Your team purpose in probably more immediate and accessible than your whole organisation’s purpose. If you know how your team’s purpose contributes to the whole, then this becomes a ‘north star’ that lifts your focus beyond your individual roles. Developing the habits that sustain healthy constructive relationships is also easier with the people you work with regularly, because you have a shared language and expectations of each other. This also feeds the third habit of continual learning, because you can foster psychological safety more readily in a team. When people feel safe to ask different questions, take risks and speak up, learning speeds up too.

To conclude

I began by comparing organisations to a Portuguese man o’war. Let me finish by pointing out two important ways that organisations are NOT like a jelly fish.

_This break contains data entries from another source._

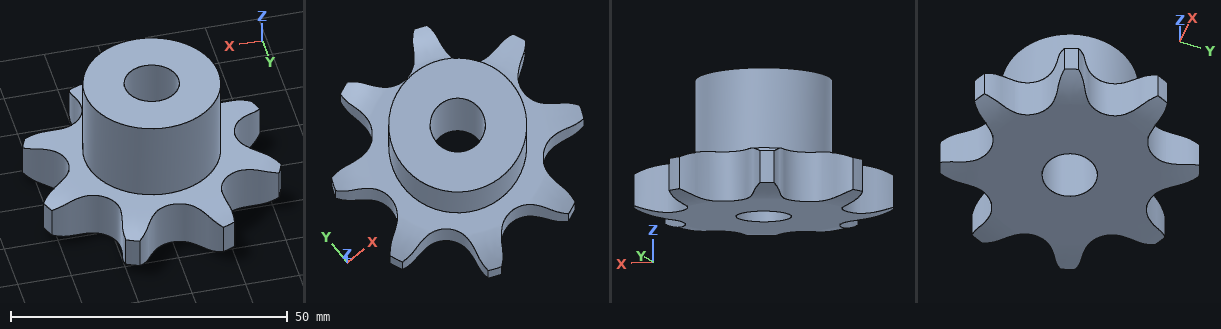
import cadquery as cq
import math

TOOTH_COUNT = 8
TOTAL_HEIGHT = 25.0
HUB_DIAMETER = 25.0
BORE_DIAMETER = 10.0
RIM_THICKNESS = 9.1

TIP_RADIUS = 23.5
ROOT_RADIUS = 15.58
FLAT_RADIUS = 16.55
CROWN_RADIUS = 15.98

SEATING_RADIUS = 5.15
WORKING_RADIUS = 13.25
TOPPING_RADIUS = 8.75
FLANK_STRAIGHT = 0.6
SEATING_ANGLE = 90 - (35 + 60 / TOOTH_COUNT)
WORKING_ANGLE = 18 - 56 / TOOTH_COUNT
TOPPING_ANGLE = 30
CUT_CLEARANCE = 4.45


def arc_point(start, radius, slope_from, slope_to):
    """Move along an arc whose tangent turns between two slopes in degrees."""
    a = math.radians(slope_from)
    b = math.radians(slope_to)
    return (
        start[0] + radius * (math.sin(b) - math.sin(a)),
        start[1] + radius * (math.cos(a) - math.cos(b)),
    )


def mirrored(point):
    return (-point[0], point[1])


def crowned_rim():
    """Revolved blank with both side faces curving in towards the tips."""
    crown_width = TIP_RADIUS - FLAT_RADIUS

    def crown_drop(width):
        return CROWN_RADIUS - math.sqrt(CROWN_RADIUS**2 - width**2)

    middle_radius = FLAT_RADIUS + crown_width / 2
    middle_drop = crown_drop(crown_width / 2)
    tip_drop = crown_drop(crown_width)
    return (
        cq.Workplane("XZ")
        .lineTo(FLAT_RADIUS, 0)
        .threePointArc((middle_radius, middle_drop), (TIP_RADIUS, tip_drop))
        .lineTo(TIP_RADIUS, RIM_THICKNESS - tip_drop)
        .threePointArc((middle_radius, RIM_THICKNESS - middle_drop), (FLAT_RADIUS, RIM_THICKNESS))
        .lineTo(0, RIM_THICKNESS)
        .close()
        .revolve(360, (0, 0), (0, 1))
    )


def tooth_gap():
    """Cutter for one gap, symmetric about +Y."""
    root = (0, ROOT_RADIUS)
    straight_slope = SEATING_ANGLE + WORKING_ANGLE
    topping_slope = straight_slope - TOPPING_ANGLE

    seat_end = arc_point(root, SEATING_RADIUS, 0, SEATING_ANGLE)
    work_mid = arc_point(seat_end, WORKING_RADIUS, SEATING_ANGLE, SEATING_ANGLE + WORKING_ANGLE / 2)
    work_end = arc_point(seat_end, WORKING_RADIUS, SEATING_ANGLE, straight_slope)
    straight_end = (
        work_end[0] + FLANK_STRAIGHT * math.cos(math.radians(straight_slope)),
        work_end[1] + FLANK_STRAIGHT * math.sin(math.radians(straight_slope)),
    )
    top_mid = arc_point(straight_end, -TOPPING_RADIUS, straight_slope, straight_slope - TOPPING_ANGLE / 2)
    top_end = arc_point(straight_end, -TOPPING_RADIUS, straight_slope, topping_slope)
    outer = (top_end[0], TIP_RADIUS + CUT_CLEARANCE)

    return (
        cq.Workplane("XY")
        .moveTo(*mirrored(seat_end))
        .threePointArc(root, seat_end)
        .threePointArc(work_mid, work_end)
        .lineTo(*straight_end)
        .threePointArc(top_mid, top_end)
        .lineTo(*outer)
        .lineTo(*mirrored(outer))
        .lineTo(*mirrored(top_end))
        .threePointArc(mirrored(top_mid), mirrored(straight_end))
        .lineTo(*mirrored(work_end))
        .threePointArc(mirrored(work_mid), mirrored(seat_end))
        .close()
        .extrude(RIM_THICKNESS)
    )


sprocket = crowned_rim()
gap = tooth_gap()
for index in range(TOOTH_COUNT):
    sprocket = sprocket.cut(gap.rotate((0, 0, 0), (0, 0, 1), index * 360 / TOOTH_COUNT))

hub = cq.Workplane("XY").circle(HUB_DIAMETER / 2).extrude(TOTAL_HEIGHT)
bore = cq.Workplane("XY").circle(BORE_DIAMETER / 2).extrude(TOTAL_HEIGHT)
result = sprocket.union(hub).cut(bore)

Individual polyps are not conscious – certainly not in the way we are as humans. We each have our own needs, aspirations, and fears. We also have individual agency (or at least a belief that we can exert influence) that a single polyp lacks. I believe leaders have a responsibility to themselves, to the people with whom you work, and your clients and stakeholders, to create the healthiest, highest performing organisations we can. Healthy in terms of individual’s wellbeing and learning, and high performing in terms of efficiently and sustainably producing goods or services of real value.

Secondly, a man o’war floats with the current, collecting food, reproducing, and then dying. It is perfectly integrated with its environment and doesn’t try to change anything beyond its own colony. Organisations are different because they need a collective purpose that drives their direction, growth, and contribution. They can’t remain passive like the jelly fish, but neither can they strive for endless growth. Steve Jobs may have talked about Apple existing to put a dent in the universe but having a purpose and contributing doesn’t need to be so grandiose. As long as your purpose gives you direction and meaning beyond your own personal needs, it will do the trick.

As we emerge from the pandemic and re-engage with each other in person, it’s more important than ever for leaders to bring connection and meaning to work. We can experience both connection and meaning through our relationships, and in the process maybe even create an organisation as magical and beautiful as a Portuguese man o’war.